Il libro muove dalla critica alle basi fondative della “scienza” economica, la costruzione ideologico-culturale che meglio esprime lo spirito del capitalismo. L’ipotesi di razionalità posta alla base del comportamento umano sin dalla “rivoluzione” marginalista degli anni ’70 del diciannovesimo secolo – che era poi una contro-rivoluzione rispetto al pensiero di Marx e alle prime forme organizzate della lotta di classe – è in totale assonanza con tutto il percorso lungo del pensiero occidentale, dalla filosofia greca all’illuminismo. Ma ne rappresenta al contempo “l’eclissi”, perché la razionalità intesa in senso strettamente strumentale, come esclusivamente orientata al conseguimento del guadagno e dell’utile, finisce per inaridirsi, svuotarsi di ogni contenuto di pensiero: la scienza economica – lo si legge già nel risvolto di copertina – è del tutto “priva di pensiero sulla società e sulla natura umana”. Ma – nel vuoto di pensiero - diventa, al contempo, totalizzante.

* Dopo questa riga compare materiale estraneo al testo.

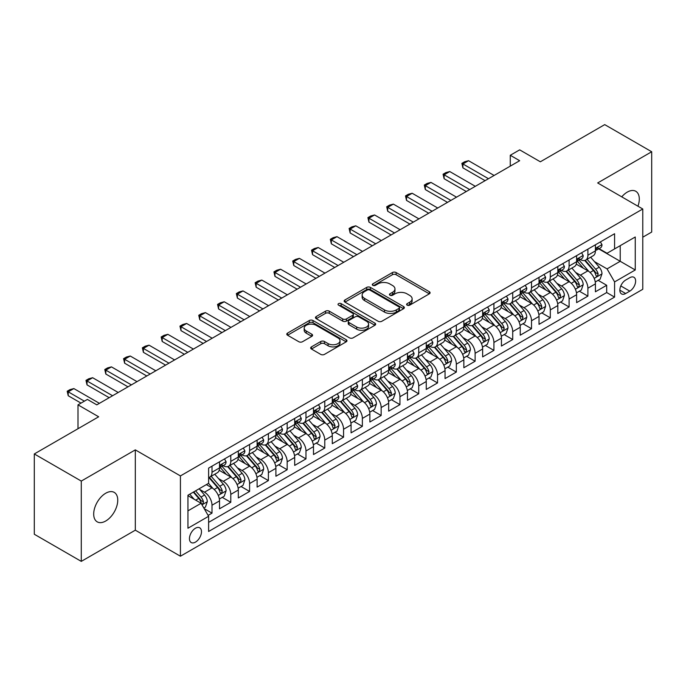 <?xml version="1.0" encoding="UTF-8"?>
<svg xmlns="http://www.w3.org/2000/svg" width="686" height="686" viewBox="0 0 686 686"><rect width="100%" height="100%" fill="white"/><g stroke="black" fill="none" stroke-linecap="round" stroke-linejoin="round"><path stroke-width="1.03" d="M407.141 305.159A1.826 1.055 0 0 0 409.722 305.159L429.325 293.848A2.607 1.509 0 0 0 430.088 292.776A2.607 1.509 0 0 0 429.325 291.713L396.122 272.539A2.607 1.509 0 0 0 392.426 272.539L372.832 283.858A1.826 1.055 0 0 0 372.292 284.604A1.826 1.055 0 0 0 372.832 285.35A1.826 1.055 0 0 0 375.413 285.35L377.952 283.884A8.352 4.819 0 0 1 389.751 283.884L392.521 285.487A8.352 4.819 0 0 1 394.965 288.892A8.352 4.819 0 0 1 392.521 292.296L389.982 293.762A1.826 1.055 0 0 0 389.451 294.508A1.826 1.055 0 0 0 389.982 295.254A1.826 1.055 0 0 0 392.572 295.254L395.102 293.788A8.352 4.819 0 0 1 406.909 293.788L409.679 295.392A8.352 4.819 0 0 1 412.123 298.796A8.352 4.819 0 0 1 409.679 302.209L407.141 303.666A1.826 1.055 0 0 0 406.609 304.413A1.826 1.055 0 0 0 407.141 305.159L407.141 303.666M105.721 521.008A17.013 9.818 120 0 0 116.834 506.019A17.013 9.818 120 0 0 114.228 492.385A17.013 9.818 120 0 0 105.721 493.234A17.013 9.818 120 0 0 94.608 508.223A17.013 9.818 120 0 0 97.215 521.849A17.013 9.818 120 0 0 105.721 521.008M637.954 206.212A17.013 9.818 120 0 0 635.776 191.274A17.013 9.818 120 0 0 627.27 192.114A17.013 9.818 120 0 0 621.748 196.856M195.467 542.112A8.506 4.913 120 0 0 201.024 534.617A8.506 4.913 120 0 0 199.712 527.808A8.506 4.913 120 0 0 195.467 528.229A8.506 4.913 120 0 0 189.911 535.723A8.506 4.913 120 0 0 191.214 542.54A8.506 4.913 120 0 0 195.467 542.112M311.444 346.884A2.607 1.509 0 0 0 310.681 347.948A2.607 1.509 0 0 0 311.444 349.02L320.756 354.396A2.607 1.509 0 0 0 324.452 354.396L346.216 341.825A2.607 1.509 0 0 0 346.979 340.762A2.607 1.509 0 0 0 346.216 339.699L313.013 320.525A2.607 1.509 0 0 0 309.317 320.525L287.554 333.096A2.607 1.509 0 0 0 286.791 334.159A2.607 1.509 0 0 0 287.554 335.222L298.804 341.722A2.607 1.509 0 0 0 302.492 341.722L311.813 336.346A2.607 1.509 0 0 0 312.576 335.274A2.607 1.509 0 0 0 311.813 334.211L306.23 330.986A6.98 4.03 0 0 1 304.19 328.14A6.98 4.03 0 0 1 308.494 324.418A6.98 4.03 0 0 1 316.1 325.293L337.958 337.915A6.98 4.03 0 0 1 340.007 340.762A6.98 4.03 0 0 1 335.694 344.483A6.98 4.03 0 0 1 328.088 343.609L324.452 341.508A2.607 1.509 0 0 0 320.756 341.508L311.444 346.884L311.444 349.02M642.773 237.202L651.7 232.048L651.7 151.752L604.718 124.62L540.345 161.793L519.671 149.857L510.273 155.276L519.671 160.704L96.795 404.851L87.396 399.424L77.998 404.851L77.998 428.724M81.282 481.075L81.282 561.38L135.322 530.175L135.322 449.879L81.282 481.075L34.3 453.952L98.673 416.788L77.998 404.851M135.322 449.879L180.427 475.921L642.773 208.99L642.773 289.286L180.427 556.217L180.427 475.921M651.7 151.752L597.669 182.948L642.773 208.99M378.132 321.271A2.607 1.509 0 0 0 381.819 321.271L403.591 308.7A2.607 1.509 0 0 0 404.354 307.637A2.607 1.509 0 0 0 403.591 306.573L370.389 287.4A2.607 1.509 0 0 0 366.693 287.4L344.929 299.971A2.607 1.509 0 0 0 344.158 301.034A2.607 1.509 0 0 0 344.929 302.097L378.132 321.271M339.287 305.553A1.826 1.055 0 0 1 341.148 305.81L341.148 303.641L374.908 323.132A2.607 1.509 0 0 1 375.671 324.204A2.607 1.509 0 0 1 374.908 325.267L353.136 337.829A2.607 1.509 0 0 1 349.448 337.829L316.237 318.664L316.237 316.529A2.607 1.509 0 0 0 315.474 317.592A2.607 1.509 0 0 0 316.237 318.664M316.237 316.529L325.558 311.152A2.607 1.509 0 0 1 329.246 311.152L342.708 318.93A2.607 1.509 0 0 0 346.404 318.93L352.578 315.363A2.607 1.509 0 0 0 353.35 314.291A2.607 1.509 0 0 0 352.578 313.228L338.558 305.133A1.826 1.055 0 0 1 338.026 304.387A1.826 1.055 0 0 1 339.15 303.418A1.826 1.055 0 0 1 341.148 303.641M81.282 561.38L34.3 534.248L34.3 453.952M208.098 515.392L212 513.145L204.205 508.643M199.763 489.478L204.488 492.196A10.633 6.14 60 0 1 212 505.222L219.52 500.883L219.52 508.806L230.796 502.289L222.247 497.359M218.56 478.622L223.276 481.349A10.633 6.14 60 0 1 230.796 494.374L238.316 490.027L238.316 497.95L249.593 491.442L241.043 486.503M237.356 467.775L242.072 470.502A10.633 6.14 60 0 1 249.593 483.519L257.113 479.18L257.113 487.103L268.389 480.586L259.831 475.655M256.152 456.919L260.869 459.646A10.633 6.14 60 0 1 268.389 472.671L275.901 468.332L275.901 476.247L287.177 469.738L278.627 464.799M274.94 446.072L279.665 448.798A10.633 6.14 60 0 1 287.177 461.815L294.697 457.476L294.697 465.4L305.973 458.891L297.424 453.952M293.737 435.224L298.453 437.942A10.633 6.14 60 0 1 305.973 450.968L313.493 446.629L313.493 454.544L324.77 448.035L316.22 443.096M312.533 424.368L317.249 427.095A10.633 6.14 60 0 1 324.77 440.112L332.29 435.773L332.29 443.696L343.566 437.188L335.008 432.249M331.329 413.521L336.046 416.248A10.633 6.14 60 0 1 343.566 429.265L351.078 424.926L351.078 432.849L362.362 426.332L353.805 421.401M350.126 402.665L354.842 405.392A10.633 6.14 60 0 1 362.362 418.417L369.874 414.07L369.874 421.993L381.15 415.484L372.601 410.545M368.914 391.817L373.638 394.544A10.633 6.14 60 0 1 381.15 407.561L388.67 403.222L388.67 411.146L399.947 404.637L391.397 399.698M387.71 380.97L392.426 383.688A10.633 6.14 60 0 1 399.947 396.714L407.467 392.375L407.467 400.29L418.743 393.781L410.194 388.842M406.506 370.114L411.223 372.841A10.633 6.14 60 0 1 418.743 385.858L426.263 381.519L426.263 389.442L437.539 382.934L428.982 377.995M425.303 359.267L430.019 361.985A10.633 6.14 60 0 1 437.539 375.01L445.051 370.672L445.051 378.595L456.327 372.078L447.778 367.147M444.091 348.411L448.815 351.138A10.633 6.14 60 0 1 456.327 364.163L463.847 359.816L463.847 367.739L475.124 361.23L466.574 356.291M462.887 337.563L467.612 340.29A10.633 6.14 60 0 1 475.124 353.307L482.644 348.968L482.644 356.892L493.92 350.383L485.371 345.444M481.683 326.716L486.4 329.434A10.633 6.14 60 0 1 493.92 342.46L501.44 338.121L501.44 346.036L512.716 339.527L504.167 334.588M500.48 315.86L505.196 318.587A10.633 6.14 60 0 1 512.716 331.604L520.228 327.265L520.228 335.188L531.513 328.68L522.955 323.741M519.276 305.013L523.993 307.731A10.633 6.14 60 0 1 531.513 320.756L539.024 316.418L539.024 324.341L550.301 317.824L541.751 312.893M538.064 294.157L542.789 296.884A10.633 6.14 60 0 1 550.301 309.909L557.821 305.562L557.821 313.485L569.097 306.976L560.548 302.037M556.861 283.309L561.577 286.036A10.633 6.14 60 0 1 569.097 299.053L576.617 294.714L576.617 302.637L587.893 296.12L587.893 288.206A10.633 6.14 -120 0 0 580.373 275.18L575.657 272.453M579.344 291.19L587.893 296.12M219.52 500.883A10.633 6.14 -120 0 0 212 487.857L206.366 484.608M238.316 490.027A10.633 6.14 -120 0 0 230.796 477.01L219.177 470.296M257.113 479.18A10.633 6.14 -120 0 0 249.593 466.154L237.965 459.448M275.901 468.332A10.633 6.14 -120 0 0 268.389 455.307L256.761 448.593M294.697 457.476A10.633 6.14 -120 0 0 287.177 444.459L275.558 437.745M313.493 446.629A10.633 6.14 -120 0 0 305.973 433.603L294.354 426.898M332.29 435.773A10.633 6.14 -120 0 0 324.77 422.756L313.15 416.042M351.078 424.926A10.633 6.14 -120 0 0 343.566 411.9L331.938 405.194M369.874 414.07A10.633 6.14 -120 0 0 362.362 401.053L350.735 394.339M388.67 403.222A10.633 6.14 -120 0 0 381.15 390.205L369.531 383.491M407.467 392.375A10.633 6.14 -120 0 0 399.947 379.349L388.327 372.644M426.263 381.519A10.633 6.14 -120 0 0 418.743 368.502L407.115 361.788M445.051 370.672A10.633 6.14 -120 0 0 437.539 357.646L425.912 350.94M463.847 359.816A10.633 6.14 -120 0 0 456.327 346.799L444.708 340.085M482.644 348.968A10.633 6.14 -120 0 0 475.124 335.943L463.504 329.237M501.44 338.121A10.633 6.14 -120 0 0 493.92 325.095L482.301 318.39M520.228 327.265A10.633 6.14 -120 0 0 512.716 314.248L501.089 307.534M539.024 316.418A10.633 6.14 -120 0 0 531.513 303.392L519.885 296.686M557.821 305.562A10.633 6.14 -120 0 0 550.301 292.545L538.682 285.83M576.617 294.714A10.633 6.14 -120 0 0 569.097 281.689L557.478 274.983M629.808 277.676L625.666 280.068A8.241 4.759 120 0 0 620.29 287.323A8.241 4.759 120 0 0 621.55 293.925A8.241 4.759 120 0 0 625.666 293.522L629.808 291.13A8.241 4.759 120 0 0 635.185 283.875A8.241 4.759 120 0 0 633.924 277.273A8.241 4.759 120 0 0 629.808 277.676M187.947 510.864L201.101 503.267L208.621 516.292L208.621 531.478L614.579 297.098L614.579 281.912L607.067 268.886L594.453 261.606M208.621 516.292L187.947 528.229L187.947 495.241L208.621 483.304L208.621 468.109L614.579 233.729L614.579 248.924L635.253 236.987L635.253 269.975L614.579 281.912M223.182 465.665L223.276 465.725A10.633 6.14 60 0 0 228.592 466.248L236.113 461.91A10.633 6.14 -120 0 0 238.316 457.039L238.316 450.968M241.978 454.818L242.072 454.869A10.633 6.14 60 0 0 247.389 455.401L254.909 451.062A10.633 6.14 -120 0 0 257.113 446.192L257.113 440.112M260.766 443.962L260.869 444.022A10.633 6.14 60 0 0 266.185 444.545L273.705 440.206A10.633 6.14 -120 0 0 275.901 435.344L275.901 429.265M279.562 433.115L279.665 433.175A10.633 6.14 60 0 0 284.982 433.698L292.493 429.359A10.633 6.14 -120 0 0 294.697 424.488L294.697 418.417M298.359 422.267L298.453 422.319A10.633 6.14 60 0 0 303.769 422.85L311.29 418.503A10.633 6.14 -120 0 0 313.493 413.641L313.493 407.561M317.155 411.411L317.249 411.471A10.633 6.14 60 0 0 322.566 411.994L330.086 407.656A10.633 6.14 -120 0 0 332.29 402.785L332.29 396.714M335.951 400.564L336.046 400.615A10.633 6.14 60 0 0 341.362 401.147L348.882 396.808A10.633 6.14 -120 0 0 351.078 391.938L351.078 385.858M354.739 389.708L354.842 389.768A10.633 6.14 60 0 0 360.159 390.291L367.67 385.952A10.633 6.14 -120 0 0 369.874 381.09L369.874 375.01M373.536 378.861L373.638 378.921A10.633 6.14 60 0 0 378.955 379.444L386.467 375.105A10.633 6.14 -120 0 0 388.67 370.234L388.67 364.163M392.332 368.005L392.426 368.065A10.633 6.14 60 0 0 397.743 368.588L405.263 364.249A10.633 6.14 -120 0 0 407.467 359.387L407.467 353.307M411.128 357.157L411.223 357.217A10.633 6.14 60 0 0 416.539 357.74L424.059 353.401A10.633 6.14 -120 0 0 426.263 348.531L426.263 342.46M429.916 346.31L430.019 346.361A10.633 6.14 60 0 0 435.336 346.893L442.856 342.554A10.633 6.14 -120 0 0 445.051 337.684L445.051 331.604M448.713 335.454L448.815 335.514A10.633 6.14 60 0 0 454.132 336.037L461.644 331.698A10.633 6.14 -120 0 0 463.847 326.836L463.847 320.756M467.509 324.607L467.612 324.658A10.633 6.14 60 0 0 472.92 325.19L480.44 320.851A10.633 6.14 -120 0 0 482.644 315.98L482.644 309.901M486.305 313.751L486.4 313.811A10.633 6.14 60 0 0 491.716 314.334L499.237 309.995A10.633 6.14 -120 0 0 501.44 305.133L501.44 299.053M505.102 302.903L505.196 302.963A10.633 6.14 60 0 0 510.513 303.486L518.033 299.147A10.633 6.14 -120 0 0 520.228 294.277L520.228 288.206M523.89 292.056L523.993 292.107A10.633 6.14 60 0 0 529.309 292.639L536.821 288.291A10.633 6.14 -120 0 0 539.024 283.429L539.024 277.35M542.686 281.2L542.789 281.26A10.633 6.14 60 0 0 548.105 281.783L555.617 277.444A10.633 6.14 -120 0 0 557.821 272.574L557.821 266.502M561.482 270.353L561.577 270.404A10.633 6.14 60 0 0 566.893 270.936L574.414 266.597A10.633 6.14 -120 0 0 576.617 261.726L576.617 255.646M208.621 522.363L606.69 292.545L606.69 285.273L595.414 291.782L595.414 283.867A10.633 6.14 -120 0 0 587.893 270.841L576.266 264.127M580.279 259.497L580.373 259.557A10.633 6.14 -120 0 0 585.69 260.08A10.633 6.14 -120 0 0 587.893 255.218L587.893 249.138M585.69 260.08L593.21 255.741A10.633 6.14 -120 0 0 595.414 250.879L595.414 244.799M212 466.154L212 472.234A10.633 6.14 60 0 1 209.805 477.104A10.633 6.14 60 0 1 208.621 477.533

Il modello dell’homo oeconomicus travalica progressivamente le sfere dei bisogni materiali, della produzione e della distribuzione, del commercio e dell’industria, per invadere ogni ambito dell’esistenza: saremmo esseri (umani?) economici non solo nel procacciarci i mezzi di sussistenza, ma in ogni scelta di vita, fin nelle sfere più intime di ordine etico e affettivo. O, meglio, siamo invitati ad essere tali. Gli architetti della scienza economica, siano essi i padri fondatori o i loro successivi seguaci, erano e sono del tutto consapevoli che il modello dell’uomo economico è, di per sé, una fandonia. Ma, ci dicono, è utile come ipotesi di studio, perché consente di modellizzare in termini analitici e matematici il comportamento umano e formulare previsioni. In effetti, per loro, l’utilità del modello non si esaurisce in questo: sta anche, e soprattutto, nel fatto che tale modello, più che spiegare il comportamento umano, prescriva un particolare comportamento come una norma da seguire. In primo luogo siamo invitati a non essere mai sazi, a guadagnare sempre di più, a spendere sempre di più. E, in questo, sembrerebbero averla avuta vinta, se guardiamo a quella minoranza che, sotto gli occhi di tutti, continua instancabilmente ad arricchirsi a spese degli altri, quell’1% della popolazione mondiale che è arrivata a possedere quanto il restante 99%, a cominciare dai manager che guadagnano in un solo giorno quanto un loro dipendente guadagna in un anno. Ma ci sono gli altri 99% …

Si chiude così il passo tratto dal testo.